* [Work request] Among the records, find the lines that hold the string "slide" and return them.

(Stored items from a collection)

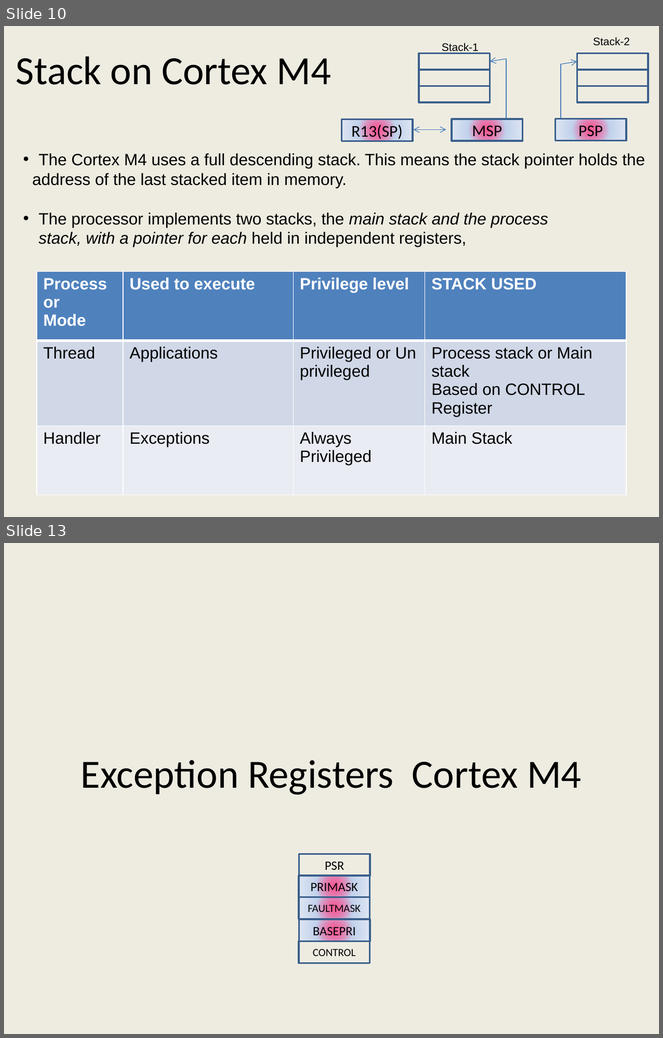
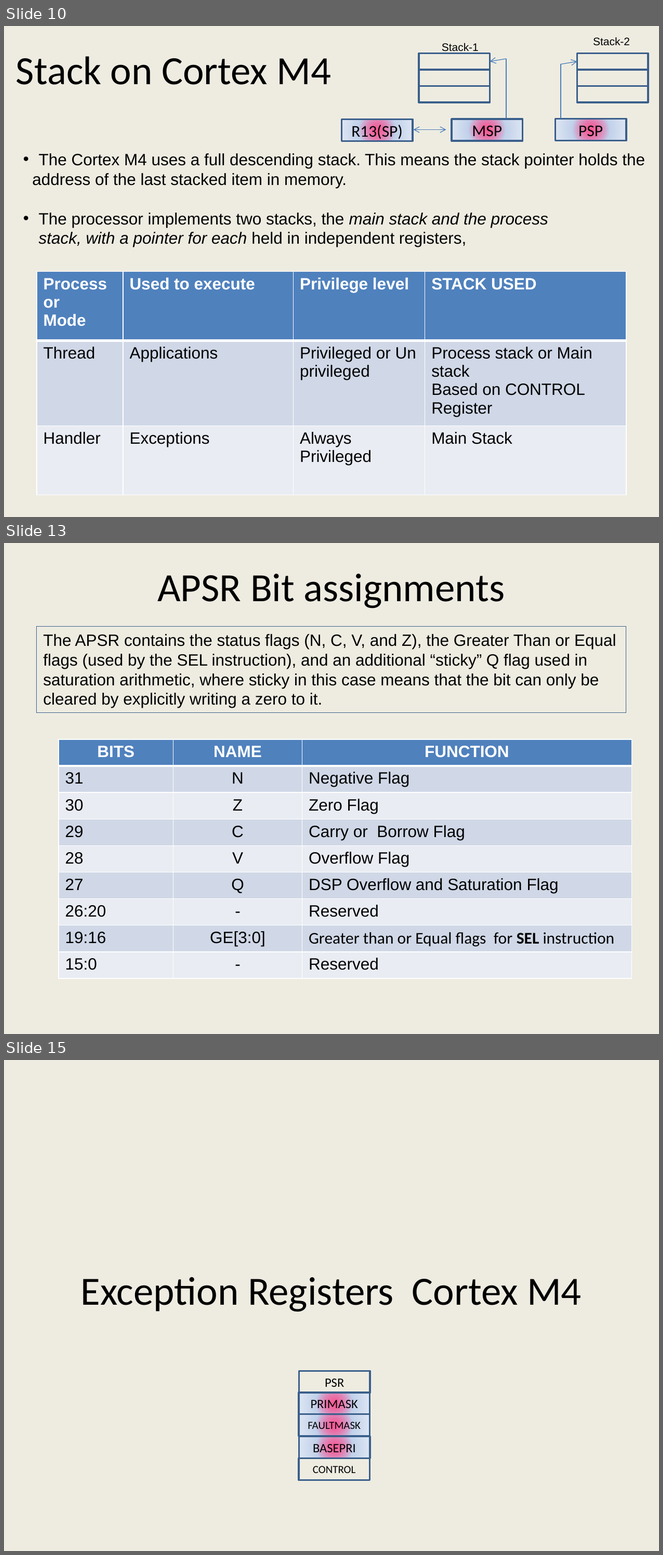
Before and after one commit to girishsukukumar/ARM-Architecture, a slide deck: Module-4.pptx. Shown one above the other, each under a label of ours: slides 10 and 13 before the commit, slides 10, 13 and 15 after it; the slides between them are not shown. The pictures are 663x1038 and 663x1555 pixels, drawn with LibreOffice and Linux fonts; fonts in the diff are those of the drawing. Boxes give left, top, right and bottom in pixels: in the first picture for what was removed or moved away, otherwise in the second. Text is boxed around its words. In the diff, an @@ line names an element or a change of style, - is before the commit and + after.

```diff
--- a/Module-4.pptx
+++ b/Module-4.pptx
@@ slide 13 added at <box>4,543,659,1034</box>, background #EEECE1 @@
@@ text added at <box>157,574,505,609</box>, 44 pt, text #000000 @@
+APSR Bit assignments
@@ rectangle added at <box>37,627,626,713</box>, outline #3A5F8C 0.75 pt, 18 pt, text #000000 @@
+The APSR contains the status flags (N, C, V, and Z), the Greater Than or Equal flags (used by the SEL instruction), and an additional “sticky” Q flag used in saturation arithmetic, where sticky in this case means that the bit can only be cleared by explicitly writing a zero to it.
@@ table added at <box>59,740,632,979</box>, 9 rows, 3 columns @@
+BITS | NAME | FUNCTION
+31 | N | Negative Flag
+30 | Z | Zero Flag
+29 | C | Carry or Borrow Flag
+28 | V | Overflow Flag
+27 | Q | DSP Overflow and Saturation Flag
+26:20 | - | Reserved
+19:16 | GE[3:0] | Greater than or Equal flags for SEL instruction
+15:0 | - | Reserved
@@ what was slide 13 is now slide 15 @@
```
Also in this commit, not shown: 2 slides changed, 1 other slide added.

* [Task result]
Before and after one commit to girishsukukumar/ARM-Architecture, a slide deck: Module-4.pptx. Shown one above the other, each under a label of ours: slides 10 and 13 before the commit, slides 10, 13 and 15 after it; the slides between them are not shown. The pictures are 663x1038 and 663x1555 pixels, drawn with LibreOffice and Linux fonts; fonts in the diff are those of the drawing. Boxes give left, top, right and bottom in pixels: in the first picture for what was removed or moved away, otherwise in the second. Text is boxed around its words. In the diff, an @@ line names an element or a change of style, - is before the commit and + after.
@@ slide 13 added at <box>4,543,659,1034</box>, background #EEECE1 @@
@@ what was slide 13 is now slide 15 @@
Also in this commit, not shown: 2 slides changed, 1 other slide added.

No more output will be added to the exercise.